» What is needed:
From the records below, please repeat exactly the line that has "tip_inset = (pin_diameter", the line that has "result = make_grip().union(make_pin())", and every line between them, and nothing else.

Stored data entries
□ □ □ □ □

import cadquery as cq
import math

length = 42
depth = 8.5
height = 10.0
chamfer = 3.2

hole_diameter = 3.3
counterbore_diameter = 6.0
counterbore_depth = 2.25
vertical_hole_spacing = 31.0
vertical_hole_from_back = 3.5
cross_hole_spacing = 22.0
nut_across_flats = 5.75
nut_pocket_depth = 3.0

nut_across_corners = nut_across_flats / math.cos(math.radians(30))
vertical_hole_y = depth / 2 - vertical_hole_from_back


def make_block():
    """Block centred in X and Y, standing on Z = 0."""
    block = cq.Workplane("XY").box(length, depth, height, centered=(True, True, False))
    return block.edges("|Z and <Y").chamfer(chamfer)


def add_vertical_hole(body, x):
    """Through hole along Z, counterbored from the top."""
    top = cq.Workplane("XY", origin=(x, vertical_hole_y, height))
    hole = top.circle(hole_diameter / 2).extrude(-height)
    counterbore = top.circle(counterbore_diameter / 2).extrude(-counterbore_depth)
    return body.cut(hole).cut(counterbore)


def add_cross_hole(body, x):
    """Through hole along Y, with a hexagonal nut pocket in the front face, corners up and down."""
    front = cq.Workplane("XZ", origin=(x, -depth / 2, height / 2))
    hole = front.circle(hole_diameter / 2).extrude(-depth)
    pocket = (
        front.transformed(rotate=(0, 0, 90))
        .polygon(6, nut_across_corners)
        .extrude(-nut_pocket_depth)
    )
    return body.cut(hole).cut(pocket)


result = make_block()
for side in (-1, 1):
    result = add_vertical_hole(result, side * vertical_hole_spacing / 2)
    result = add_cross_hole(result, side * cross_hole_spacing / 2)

□ □ □ □ □

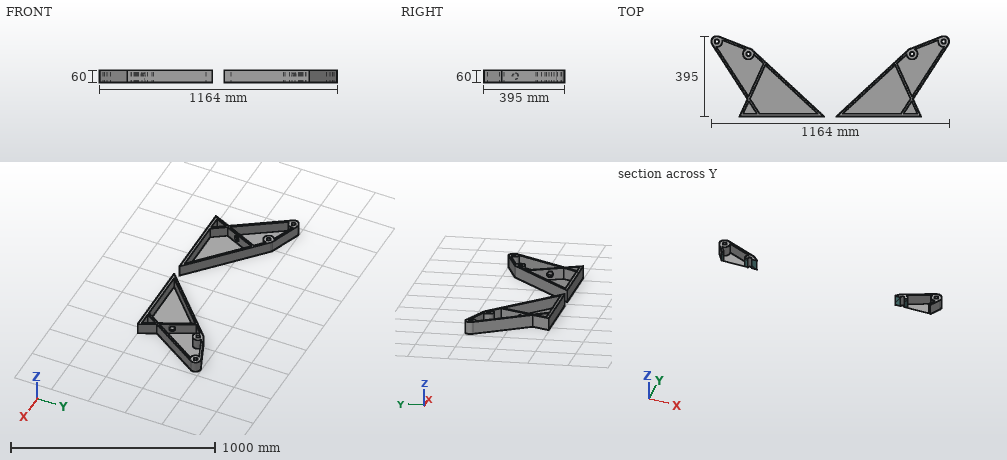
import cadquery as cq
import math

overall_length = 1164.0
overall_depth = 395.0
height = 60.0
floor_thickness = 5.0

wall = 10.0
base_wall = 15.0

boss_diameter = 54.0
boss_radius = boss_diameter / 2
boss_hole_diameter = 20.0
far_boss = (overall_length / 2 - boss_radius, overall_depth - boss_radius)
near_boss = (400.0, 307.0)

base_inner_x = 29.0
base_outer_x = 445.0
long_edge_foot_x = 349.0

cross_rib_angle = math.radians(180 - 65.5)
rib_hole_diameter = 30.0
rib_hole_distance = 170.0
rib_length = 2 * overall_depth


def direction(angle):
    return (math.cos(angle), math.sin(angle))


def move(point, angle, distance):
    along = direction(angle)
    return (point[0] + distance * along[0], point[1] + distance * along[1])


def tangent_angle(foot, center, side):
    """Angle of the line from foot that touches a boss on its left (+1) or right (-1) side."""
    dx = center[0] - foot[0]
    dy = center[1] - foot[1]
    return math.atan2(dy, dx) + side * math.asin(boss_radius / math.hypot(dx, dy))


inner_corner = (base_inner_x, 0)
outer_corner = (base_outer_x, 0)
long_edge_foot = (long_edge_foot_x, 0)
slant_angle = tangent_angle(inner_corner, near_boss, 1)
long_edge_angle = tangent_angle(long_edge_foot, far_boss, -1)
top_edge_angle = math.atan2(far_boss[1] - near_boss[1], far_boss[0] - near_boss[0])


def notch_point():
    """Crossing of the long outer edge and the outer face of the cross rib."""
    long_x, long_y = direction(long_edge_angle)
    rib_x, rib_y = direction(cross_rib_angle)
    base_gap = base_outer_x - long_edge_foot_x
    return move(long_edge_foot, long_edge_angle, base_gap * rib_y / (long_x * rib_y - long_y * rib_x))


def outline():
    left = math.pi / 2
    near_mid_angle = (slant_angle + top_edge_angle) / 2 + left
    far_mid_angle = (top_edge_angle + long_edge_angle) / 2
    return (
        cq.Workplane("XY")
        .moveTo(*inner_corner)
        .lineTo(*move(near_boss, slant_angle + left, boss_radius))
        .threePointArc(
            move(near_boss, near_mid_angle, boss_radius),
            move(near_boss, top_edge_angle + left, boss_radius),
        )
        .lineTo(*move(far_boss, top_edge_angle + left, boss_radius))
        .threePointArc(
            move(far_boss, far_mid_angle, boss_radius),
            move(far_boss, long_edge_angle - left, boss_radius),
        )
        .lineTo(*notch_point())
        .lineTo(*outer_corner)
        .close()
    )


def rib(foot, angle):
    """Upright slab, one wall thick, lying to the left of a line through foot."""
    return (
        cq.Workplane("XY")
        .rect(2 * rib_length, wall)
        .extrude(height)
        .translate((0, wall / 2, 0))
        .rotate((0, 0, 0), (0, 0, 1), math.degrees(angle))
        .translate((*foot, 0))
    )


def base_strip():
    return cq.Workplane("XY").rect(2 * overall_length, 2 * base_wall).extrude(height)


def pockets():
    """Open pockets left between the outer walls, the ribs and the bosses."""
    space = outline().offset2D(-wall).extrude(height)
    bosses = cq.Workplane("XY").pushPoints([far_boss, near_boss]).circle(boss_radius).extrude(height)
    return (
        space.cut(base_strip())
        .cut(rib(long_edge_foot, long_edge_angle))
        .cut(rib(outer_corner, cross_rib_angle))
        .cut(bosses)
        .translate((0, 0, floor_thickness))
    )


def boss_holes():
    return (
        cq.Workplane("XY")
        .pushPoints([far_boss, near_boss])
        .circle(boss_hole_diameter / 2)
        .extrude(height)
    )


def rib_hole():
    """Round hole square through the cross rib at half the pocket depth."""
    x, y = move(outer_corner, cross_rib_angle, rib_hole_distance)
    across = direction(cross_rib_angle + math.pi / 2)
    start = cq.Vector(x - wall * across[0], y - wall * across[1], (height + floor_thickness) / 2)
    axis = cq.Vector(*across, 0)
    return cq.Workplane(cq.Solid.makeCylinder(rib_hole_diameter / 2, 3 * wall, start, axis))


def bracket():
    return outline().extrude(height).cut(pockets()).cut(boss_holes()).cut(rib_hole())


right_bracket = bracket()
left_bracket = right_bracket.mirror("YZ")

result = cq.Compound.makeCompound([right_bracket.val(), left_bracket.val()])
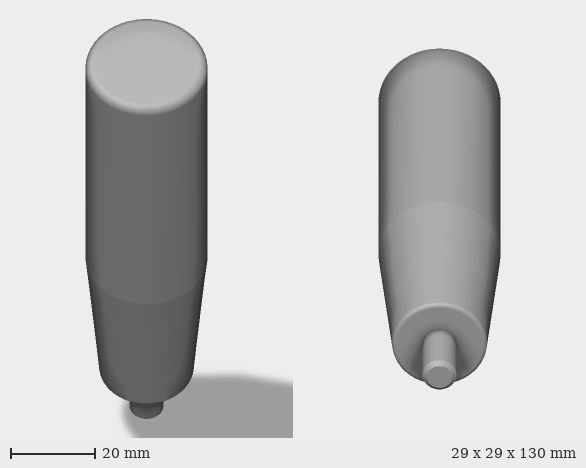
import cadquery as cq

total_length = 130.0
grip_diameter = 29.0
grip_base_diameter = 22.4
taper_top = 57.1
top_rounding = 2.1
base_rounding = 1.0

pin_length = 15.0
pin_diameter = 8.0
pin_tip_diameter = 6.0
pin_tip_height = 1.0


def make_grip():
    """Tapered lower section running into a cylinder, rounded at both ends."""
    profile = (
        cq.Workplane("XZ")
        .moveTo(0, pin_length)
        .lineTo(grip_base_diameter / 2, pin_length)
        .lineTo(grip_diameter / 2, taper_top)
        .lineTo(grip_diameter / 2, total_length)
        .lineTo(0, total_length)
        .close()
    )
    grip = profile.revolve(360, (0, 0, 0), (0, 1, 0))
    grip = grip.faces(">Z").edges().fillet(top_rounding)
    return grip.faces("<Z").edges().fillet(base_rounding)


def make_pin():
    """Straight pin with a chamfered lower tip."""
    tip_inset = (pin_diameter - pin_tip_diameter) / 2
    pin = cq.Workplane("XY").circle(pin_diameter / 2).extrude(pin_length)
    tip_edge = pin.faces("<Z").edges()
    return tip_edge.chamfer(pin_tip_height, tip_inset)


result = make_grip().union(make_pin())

□ □ □ □ □

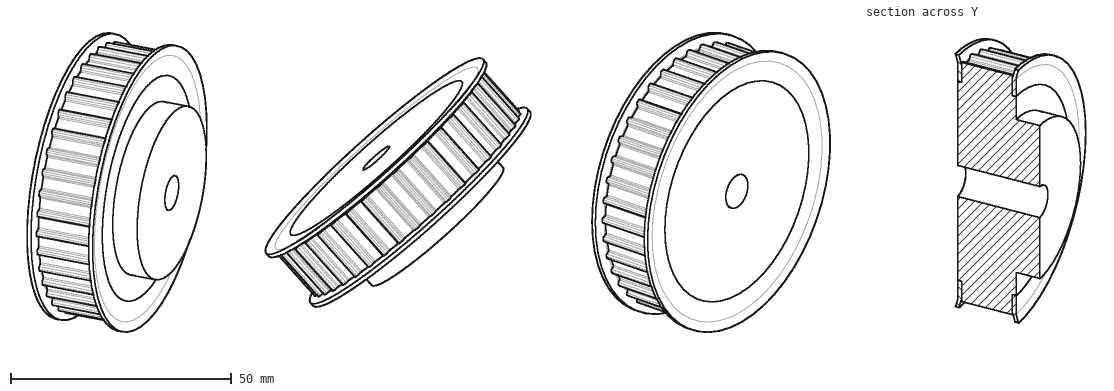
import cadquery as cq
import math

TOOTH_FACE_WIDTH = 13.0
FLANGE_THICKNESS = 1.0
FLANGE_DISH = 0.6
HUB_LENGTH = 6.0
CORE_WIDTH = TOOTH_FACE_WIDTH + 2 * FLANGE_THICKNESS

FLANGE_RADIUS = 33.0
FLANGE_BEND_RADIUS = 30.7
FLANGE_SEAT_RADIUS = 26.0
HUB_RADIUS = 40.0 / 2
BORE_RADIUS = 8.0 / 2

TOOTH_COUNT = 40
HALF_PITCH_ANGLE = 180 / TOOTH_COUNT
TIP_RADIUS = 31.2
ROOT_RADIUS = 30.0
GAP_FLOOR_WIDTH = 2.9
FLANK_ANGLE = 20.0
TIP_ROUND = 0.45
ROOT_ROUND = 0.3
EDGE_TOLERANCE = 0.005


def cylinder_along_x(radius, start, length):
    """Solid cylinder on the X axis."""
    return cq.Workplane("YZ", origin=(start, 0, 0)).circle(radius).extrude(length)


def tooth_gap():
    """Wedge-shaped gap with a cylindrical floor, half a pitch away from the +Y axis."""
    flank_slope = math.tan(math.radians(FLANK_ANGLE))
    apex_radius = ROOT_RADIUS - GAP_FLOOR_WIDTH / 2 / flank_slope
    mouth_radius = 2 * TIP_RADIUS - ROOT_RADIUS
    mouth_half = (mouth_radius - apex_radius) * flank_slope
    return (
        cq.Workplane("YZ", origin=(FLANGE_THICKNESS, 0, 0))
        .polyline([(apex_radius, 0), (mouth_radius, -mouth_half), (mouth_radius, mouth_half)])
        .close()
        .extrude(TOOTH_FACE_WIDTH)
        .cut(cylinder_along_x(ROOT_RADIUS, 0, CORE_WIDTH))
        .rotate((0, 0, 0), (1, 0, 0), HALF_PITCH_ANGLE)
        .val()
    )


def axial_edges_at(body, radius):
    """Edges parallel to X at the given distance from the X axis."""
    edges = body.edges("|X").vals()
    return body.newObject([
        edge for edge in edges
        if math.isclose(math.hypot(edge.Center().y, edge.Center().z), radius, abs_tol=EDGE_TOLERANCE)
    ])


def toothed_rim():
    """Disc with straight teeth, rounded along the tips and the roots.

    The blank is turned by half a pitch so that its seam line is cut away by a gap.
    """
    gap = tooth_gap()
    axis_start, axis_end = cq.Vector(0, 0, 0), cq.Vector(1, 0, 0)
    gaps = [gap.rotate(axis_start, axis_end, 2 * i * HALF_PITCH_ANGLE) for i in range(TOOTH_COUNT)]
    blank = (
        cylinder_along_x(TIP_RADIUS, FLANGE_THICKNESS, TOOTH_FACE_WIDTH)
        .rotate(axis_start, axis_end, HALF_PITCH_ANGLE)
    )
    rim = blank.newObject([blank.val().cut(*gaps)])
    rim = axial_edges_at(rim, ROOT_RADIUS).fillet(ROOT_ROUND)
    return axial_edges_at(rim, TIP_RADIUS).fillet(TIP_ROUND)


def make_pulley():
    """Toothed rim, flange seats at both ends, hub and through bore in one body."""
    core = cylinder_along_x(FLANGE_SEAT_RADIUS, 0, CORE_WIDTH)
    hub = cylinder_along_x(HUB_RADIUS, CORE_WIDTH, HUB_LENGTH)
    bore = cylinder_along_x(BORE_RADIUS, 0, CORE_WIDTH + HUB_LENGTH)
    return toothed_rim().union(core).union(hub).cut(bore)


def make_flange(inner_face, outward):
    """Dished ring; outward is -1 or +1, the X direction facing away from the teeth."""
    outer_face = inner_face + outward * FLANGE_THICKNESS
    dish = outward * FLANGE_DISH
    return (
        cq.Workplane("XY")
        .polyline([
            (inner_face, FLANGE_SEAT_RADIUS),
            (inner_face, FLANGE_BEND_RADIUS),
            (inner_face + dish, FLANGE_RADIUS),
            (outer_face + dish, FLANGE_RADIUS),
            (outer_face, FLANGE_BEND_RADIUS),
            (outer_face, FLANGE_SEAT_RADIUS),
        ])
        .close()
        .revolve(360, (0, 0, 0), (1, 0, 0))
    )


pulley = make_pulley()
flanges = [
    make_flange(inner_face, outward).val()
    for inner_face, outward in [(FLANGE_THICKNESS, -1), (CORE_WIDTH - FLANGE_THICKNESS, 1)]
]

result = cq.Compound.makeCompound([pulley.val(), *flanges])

□ □ □ □ □

» Finished exercise:
    tip_inset = (pin_diameter - pin_tip_diameter) / 2
    pin = cq.Workplane("XY").circle(pin_diameter / 2).extrude(pin_length)
    tip_edge = pin.faces("<Z").edges()
    return tip_edge.chamfer(pin_tip_height, tip_inset)


result = make_grip().union(make_pin())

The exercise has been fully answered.